6. Extensions, Future Directions, and Interpretability

Extensions proposed include richer exploitation of covariance structure beyond leading eigenvalues (Shoushtari et al., 8 Oct 2025), improved calibration and steering mechanisms for LLMs (Yu et al., 14 Oct 2025), direct integration into regularization or safety objectives, and transfer to multimodal or structured domains. Interpretability arises from differential entropy connection, semantic cluster analysis, and individualized diversity assessment (LOOE).
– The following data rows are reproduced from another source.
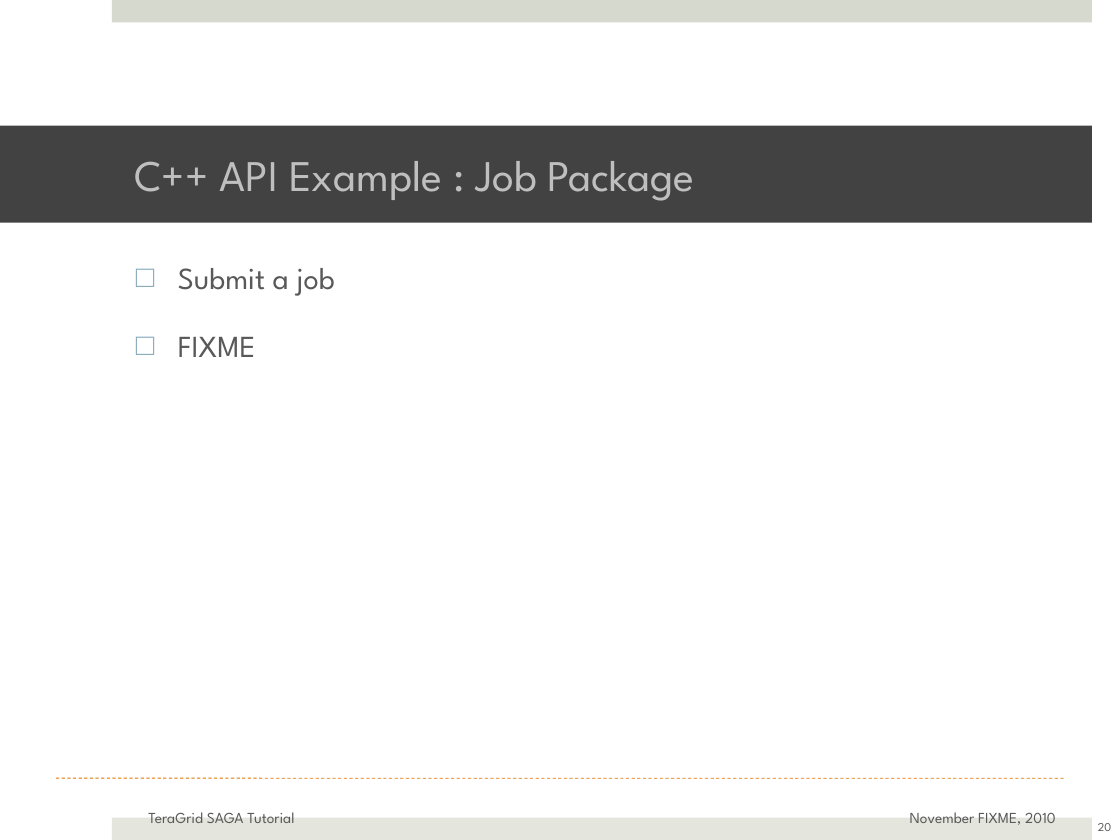
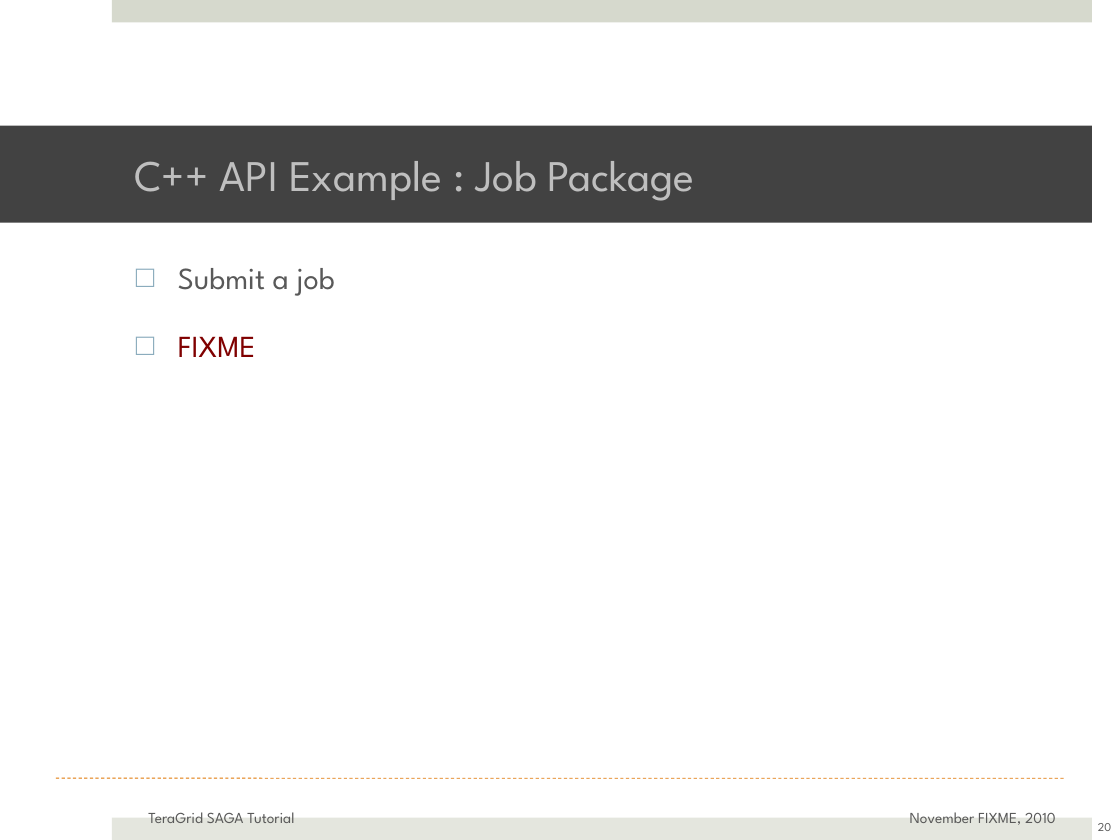
Before and after one commit to saga-project/saga-cpp-legacy-projects, a slide deck: slide 20 of tutorial/general_tutorial/SAGA-API-levels.pptx. Drawn at 1120x840 pixels with LibreOffice and Linux fonts; fonts in the diff are those of the drawing; background and template pictures are left out. Boxes give left, top, right and bottom in pixels: in the first picture for what was removed or moved away, otherwise in the second. Text is boxed around its words. In the diff, an @@ line names an element or a change of style, - is before the commit and + after.

```diff
--- a/tutorial/general_tutorial/SAGA-API-levels.pptx
+++ b/tutorial/general_tutorial/SAGA-API-levels.pptx
@@ text at [178, 336, 256, 357]: text colour #595959 to #800000 in "FIXME" @@
```
Also in this commit, not shown: 6 other slides changed, 1 other file.

The domain-unifying aspect of EigenScore is its ability to provide interpretable, internally consistent, and empirically validated measures of diversity, uncertainty, or centrality rooted in spectral properties of system-relevant matrices.


In summary, EigenScore is a spectral quantification framework instantiated across bibliometrics (Ujum et al., 2015), epidemic control (Jhun, 2021), visualization assessment (Ma et al., 2022), LLM hallucination detection and calibration (Chen et al., 6 Feb 2024, Mohammadzadeh et al., 20 Oct 2024, Yu et al., 14 Oct 2025), and generative model OOD detection (Shoushtari et al., 8 Oct 2025). Its central mechanisms depend on the eigenvalues of internal or coupling matrices, enabling robust measurement of influence, uncertainty, and diversity with advantages over traditional metrics in both interpretability and empirical performance.